• [What you need to do]
Please reproduce the data exactly, though every picture must stay out.

Stored records:
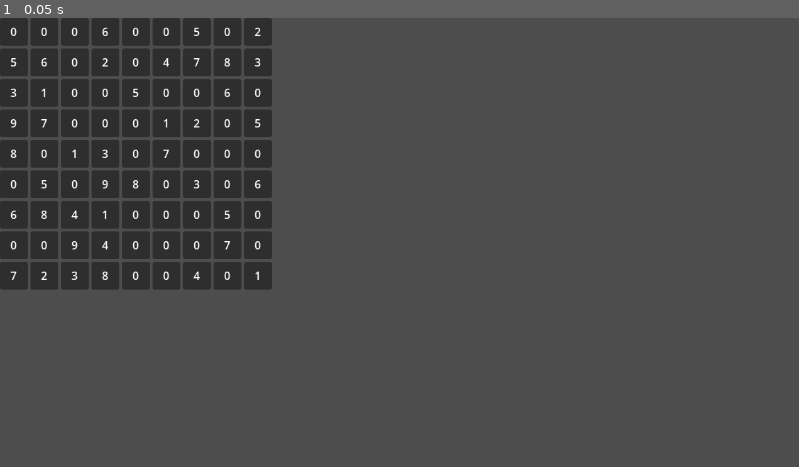
Above: before the commit, frame 1.
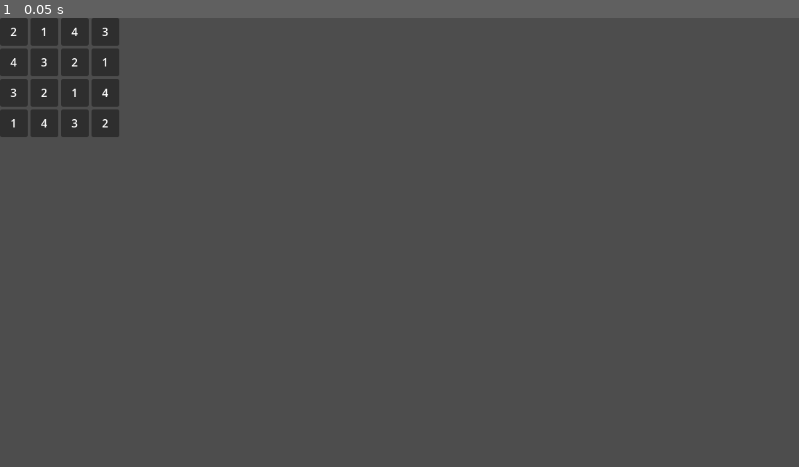
Above: after the commit, the same moment.

Repository: Tkach-Illia/Sudoku
Game: Godot game, scene res://scenes/main.tscn
Two runs of this game, one before a commit and one after it. Both use one fixed random seed, a clock stepped at 60 frames per second and the inputs below.
Inputs:
- Up to frame 1 (0.05 s): no input

The runs differ from the first frame. In frame 1, 13% of the frame differs, in the area x 0-35%, y 0-61%.

Commit message:
Added backtracking but slow

Diff:
--- a/scenes/main.tscn
+++ b/scenes/main.tscn
@@ -6,7 +6,6 @@
 [node name="Node2D" type="Node2D" unique_id=1934224561 node_paths=PackedStringArray("board_node")]
 script = ExtResource("1_0wfyh")
 board_node = NodePath("Board")
-numbers = null
 
 [node name="Board" parent="." unique_id=1810149725 instance=ExtResource("1_o5qli")]
 size_flags_horizontal = 4
--- a/scripts/main.gd
+++ b/scripts/main.gd
@@ -1,7 +1,7 @@
 extends Node2D
 class_name Main
 
-static var row_size: int = 3
+static var row_size: int = 2
 
 @export var board_node: Control
 var board_array: Array
@@ -47,11 +47,8 @@
 func _ready() -> void:
 	init_allowed_numbers()
 	board_array = fill_board()
+	print(board_array)
 	board_node.setup(board_array)
-	var pair: Array[int] = [7,7]
-	print(7/3)
-	var i = 8
-	print([pair[0]/row_size,i/row_size],[pair[0]%row_size,i%row_size])
 
 func init_allowed_numbers():
 	for i in row_size*row_size:
@@ -112,17 +109,57 @@
 	return grid
 
 func fill_board():
-	var pairs: Array[Array] = generate_board_pairs()
-	var board: Array[Array] = generate_board()
+	var pairs: Array = generate_board_pairs()
+	var board: Array = generate_board()
+
+	pairs.shuffle()
+	board = try_seed(pairs, board)
 	print(board)
-	while not pairs.is_empty():
+	return board
+
+func try_seed(pairs: Array, board:Array):
+	if not has_zero(board):
+		return board
+	var result : Array = []
+	var used_pairs: Array[Array] = []
+	for pair in pairs:
+		if result.is_empty():
+			for value in get_valid_numbers(board, pair):
+
+				board[pair[0]/row_size as int][pair[1]/row_size as int][pair[0]%row_size as int][pair[1]%row_size as int] = value
+
+				result = try_seed(pairs.filter(func(el): return el != pair),board)
+				if not result.is_empty():
+					return board
+
+				board[pair[0]/row_size as int][pair[1]/row_size as int][pair[0]%row_size as int][pair[1]%row_size as int] = 0
+				used_pairs.append(pair)
+		else:
+			return result
+	return []
+
+func test(pairs: Array, board:Array):
+	var used_pairs: Array[Array] = []
+
+	var exit: int = 0
+	while not pairs.is_empty() and exit<500:
 		var pair: Array = pairs.pick_random()
 		var valid_numbers = get_valid_numbers(board, pair)
+		exit+=1
 		if valid_numbers.is_empty():
-			print("fail")
-			return board
-		board[pair[0]/row_size][pair[1]/row_size][pair[0]%row_size][pair[1]%row_size] = valid_numbers.pick_random()
-		pairs.erase(pair)
+			#if used_pairs.is_empty():
+				print("fail")
+				return null
+			#var last_used_pair: Array = used_pairs[-1]
+			#print(used_pairs[-1])
+			#used_pairs.erase(last_used_pair)
+			#board[last_used_pair[0]/row_size as int][last_used_pair[1]/row_size as int][last_used_pair[0]%row_size as int][last_used_pair[1]%row_size as int] = 0
+			#pairs.append(last_used_pair)
+		else:
+			board[pair[0]/row_size as int][pair[1]/row_size as int][pair[0]%row_size as int][pair[1]%row_size as int] = valid_numbers.pick_random()
+
+			pairs.erase(pair)
+			used_pairs.append(pair)
 	return board
 
 func get_valid_numbers(board: Array[Array], pair: Array):
@@ -146,3 +183,12 @@
 
 func check_number_in_sequence(arr: Array, number: int):
 	return arr.filter(func(i): return i==number).size() == 0
+
+func has_zero(array) -> bool:
+	for i in array:
+		for j in i:
+			for k in j:
+				for l in k:
+					if l == 0:
+						return true
+	return false

• [Answer space]
Above: before the commit, frame 1.
Above: after the commit, the same moment.

Repository: Tkach-Illia/Sudoku
Game: Godot game, scene res://scenes/main.tscn
Two runs of this game, one before a commit and one after it. Both use one fixed random seed, a clock stepped at 60 frames per second and the inputs below.
Inputs:
- Up to frame 1 (0.05 s): no input

The runs differ from the first frame. In frame 1, 13% of the frame differs, in the area x 0-35%, y 0-61%.

Commit message:
Added backtracking but slow

Diff:
--- a/scenes/main.tscn
+++ b/scenes/main.tscn
@@ -6,7 +6,6 @@
 [node name="Node2D" type="Node2D" unique_id=1934224561 node_paths=PackedStringArray("board_node")]
 script = ExtResource("1_0wfyh")
 board_node = NodePath("Board")
-numbers = null
 
 [node name="Board" parent="." unique_id=1810149725 instance=ExtResource("1_o5qli")]
 size_flags_horizontal = 4
--- a/scripts/main.gd
+++ b/scripts/main.gd
@@ -1,7 +1,7 @@
 extends Node2D
 class_name Main
 
-static var row_size: int = 3
+static var row_size: int = 2
 
 @export var board_node: Control
 var board_array: Array
@@ -47,11 +47,8 @@
 func _ready() -> void:
 	init_allowed_numbers()
 	board_array = fill_board()
+	print(board_array)
 	board_node.setup(board_array)
-	var pair: Array[int] = [7,7]
-	print(7/3)
-	var i = 8
-	print([pair[0]/row_size,i/row_size],[pair[0]%row_size,i%row_size])
 
 func init_allowed_numbers():
 	for i in row_size*row_size:
@@ -112,17 +109,57 @@
 	return grid
 
 func fill_board():
-	var pairs: Array[Array] = generate_board_pairs()
-	var board: Array[Array] = generate_board()
+	var pairs: Array = generate_board_pairs()
+	var board: Array = generate_board()
+
+	pairs.shuffle()
+	board = try_seed(pairs, board)
 	print(board)
-	while not pairs.is_empty():
+	return board
+
+func try_seed(pairs: Array, board:Array):
+	if not has_zero(board):
+		return board
+	var result : Array = []
+	var used_pairs: Array[Array] = []
+	for pair in pairs:
+		if result.is_empty():
+			for value in get_valid_numbers(board, pair):
+
+				board[pair[0]/row_size as int][pair[1]/row_size as int][pair[0]%row_size as int][pair[1]%row_size as int] = value
+
+				result = try_seed(pairs.filter(func(el): return el != pair),board)
+				if not result.is_empty():
+					return board
+
+				board[pair[0]/row_size as int][pair[1]/row_size as int][pair[0]%row_size as int][pair[1]%row_size as int] = 0
+				used_pairs.append(pair)
+		else:
+			return result
+	return []
+
+func test(pairs: Array, board:Array):
+	var used_pairs: Array[Array] = []
+
+	var exit: int = 0
+	while not pairs.is_empty() and exit<500:
 		var pair: Array = pairs.pick_random()
 		var valid_numbers = get_valid_numbers(board, pair)
+		exit+=1
 		if valid_numbers.is_empty():
-			print("fail")
-			return board
-		board[pair[0]/row_size][pair[1]/row_size][pair[0]%row_size][pair[1]%row_size] = valid_numbers.pick_random()
-		pairs.erase(pair)
+			#if used_pairs.is_empty():
+				print("fail")
+				return null
+			#var last_used_pair: Array = used_pairs[-1]
+			#print(used_pairs[-1])
+			#used_pairs.erase(last_used_pair)
+			#board[last_used_pair[0]/row_size as int][last_used_pair[1]/row_size as int][last_used_pair[0]%row_size as int][last_used_pair[1]%row_size as int] = 0
+			#pairs.append(last_used_pair)
+		else:
+			board[pair[0]/row_size as int][pair[1]/row_size as int][pair[0]%row_size as int][pair[1]%row_size as int] = valid_numbers.pick_random()
+
+			pairs.erase(pair)
+			used_pairs.append(pair)
 	return board
 
 func get_valid_numbers(board: Array[Array], pair: Array):
@@ -146,3 +183,12 @@
 
 func check_number_in_sequence(arr: Array, number: int):
 	return arr.filter(func(i): return i==number).size() == 0
+
+func has_zero(array) -> bool:
+	for i in array:
+		for j in i:
+			for k in j:
+				for l in k:
+					if l == 0:
+						return true
+	return false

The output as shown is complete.